Le très long début du film nous raconte l’enfance du personnage. Sortez les violons : Doug a littéralement été-mis-en-cage-avec-des-chiens-par-son-père (WTF) pour s’être rendu coupable de bien les aimer. Sa mère, dont on ne saura rien si ce n’est qu’elle passe son temps à pleurer et se faire battre, s’enfuit en abandonnant son fils, à qui elle dit bye bye alors qu’il est en cage (WTF.). Le père ira jusqu’à rendre ce dernier tétraplégique. Il lui tire dessus par mégarde en essayant de tuer des chiots dans la cage – parce que les bébés chiens sont mignons, et que les méchants n’aiment pas ce qui est mignon.

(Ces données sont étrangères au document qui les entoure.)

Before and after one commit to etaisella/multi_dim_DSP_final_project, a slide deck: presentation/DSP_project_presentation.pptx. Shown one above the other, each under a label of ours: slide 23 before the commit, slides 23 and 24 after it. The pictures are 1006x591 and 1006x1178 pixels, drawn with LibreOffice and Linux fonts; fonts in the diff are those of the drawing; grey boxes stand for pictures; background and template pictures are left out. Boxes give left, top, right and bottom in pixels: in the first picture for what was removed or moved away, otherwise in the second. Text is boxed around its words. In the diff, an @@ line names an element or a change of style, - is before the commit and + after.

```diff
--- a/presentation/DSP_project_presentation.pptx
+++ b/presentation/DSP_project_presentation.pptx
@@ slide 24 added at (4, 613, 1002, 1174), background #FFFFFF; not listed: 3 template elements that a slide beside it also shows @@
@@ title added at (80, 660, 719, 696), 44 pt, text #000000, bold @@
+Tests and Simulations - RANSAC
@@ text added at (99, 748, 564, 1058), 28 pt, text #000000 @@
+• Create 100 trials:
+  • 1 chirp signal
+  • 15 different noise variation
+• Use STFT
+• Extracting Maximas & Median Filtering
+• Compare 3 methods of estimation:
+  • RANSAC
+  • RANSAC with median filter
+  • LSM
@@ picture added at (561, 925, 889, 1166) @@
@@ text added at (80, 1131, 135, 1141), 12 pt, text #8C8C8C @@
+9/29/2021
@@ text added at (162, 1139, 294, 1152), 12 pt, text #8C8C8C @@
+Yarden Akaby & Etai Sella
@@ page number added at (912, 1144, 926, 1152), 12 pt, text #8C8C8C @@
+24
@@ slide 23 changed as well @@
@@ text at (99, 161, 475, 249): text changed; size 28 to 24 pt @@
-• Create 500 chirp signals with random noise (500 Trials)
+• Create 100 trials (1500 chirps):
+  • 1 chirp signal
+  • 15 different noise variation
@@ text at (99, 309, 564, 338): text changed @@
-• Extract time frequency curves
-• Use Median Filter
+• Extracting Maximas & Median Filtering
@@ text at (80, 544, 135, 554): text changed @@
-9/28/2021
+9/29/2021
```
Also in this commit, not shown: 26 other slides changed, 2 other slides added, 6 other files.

Réalisateur rempli d’éthique, Luc Besson filme l’enfant handicapé à vie, seul, affamé et entièrement recouvert de cinq centimètres de crasse, en maquillant le tout d’une musique triste pour que l’on saisisse bien l’intensité dramatique de ce qui se joue.
Au fil des deux heures, ce degré de grotesque ne cesse d’escalader. On vous passe les détails d’une scène dans laquelle un chef de gang mexicain tatoué sur le visage et toujours filmé au ralenti se fait broyer les testicules par les crocs d’un chien de Doug envoyé en discothèque. On vous épargne aussi la séquence où ce dernier tue un policier grâce à ses chiens parce que le flic a voulu rester goûter son chili pour le dîner au lieu de l’emmener au poste.

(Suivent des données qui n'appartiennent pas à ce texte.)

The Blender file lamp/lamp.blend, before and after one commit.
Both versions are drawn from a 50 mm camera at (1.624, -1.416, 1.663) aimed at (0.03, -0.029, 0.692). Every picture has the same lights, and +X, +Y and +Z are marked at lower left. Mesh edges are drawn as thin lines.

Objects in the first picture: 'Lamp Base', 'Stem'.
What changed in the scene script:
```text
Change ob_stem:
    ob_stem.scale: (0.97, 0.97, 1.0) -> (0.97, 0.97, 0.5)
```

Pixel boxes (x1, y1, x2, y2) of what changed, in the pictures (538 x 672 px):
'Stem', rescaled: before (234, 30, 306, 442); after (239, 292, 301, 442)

On ne s’attardera pas non plus sur cette scène, tellement gênante, où Doug hurle, se tord par terre pendant cinq minutes et se coupe les cheveux à l’arrache (comme tous les personnages en burn-out dans les films) parce qu’il a été rejeté par une comédienne dont il est amoureux, alors même qu’il lui avait offert un cahier contenant toutes les photos d’elles parues dans la presse ces dix dernières années. Vous avez compris la logique : elle est humaine, donc elle est méchante. Elle ose lui dire non alors qu’être stalkée, c’est trop mignon.
Luc Besson, Doug : deux hommes « maltraités par la société »
Mélangeant punchlines spirituelles à côté de la plaque, pathos dégoulinant et psychologie de comptoir, Dogman manque dramatiquement d’humour. Il se prend tellement au sérieux qu’il en deviendrait presque drôle. On aurait peut-être ri, si Dogman n’était pas, sans surprise, l’un des films les plus problématiques qu’il nous ait été donné de voir ces dernières années.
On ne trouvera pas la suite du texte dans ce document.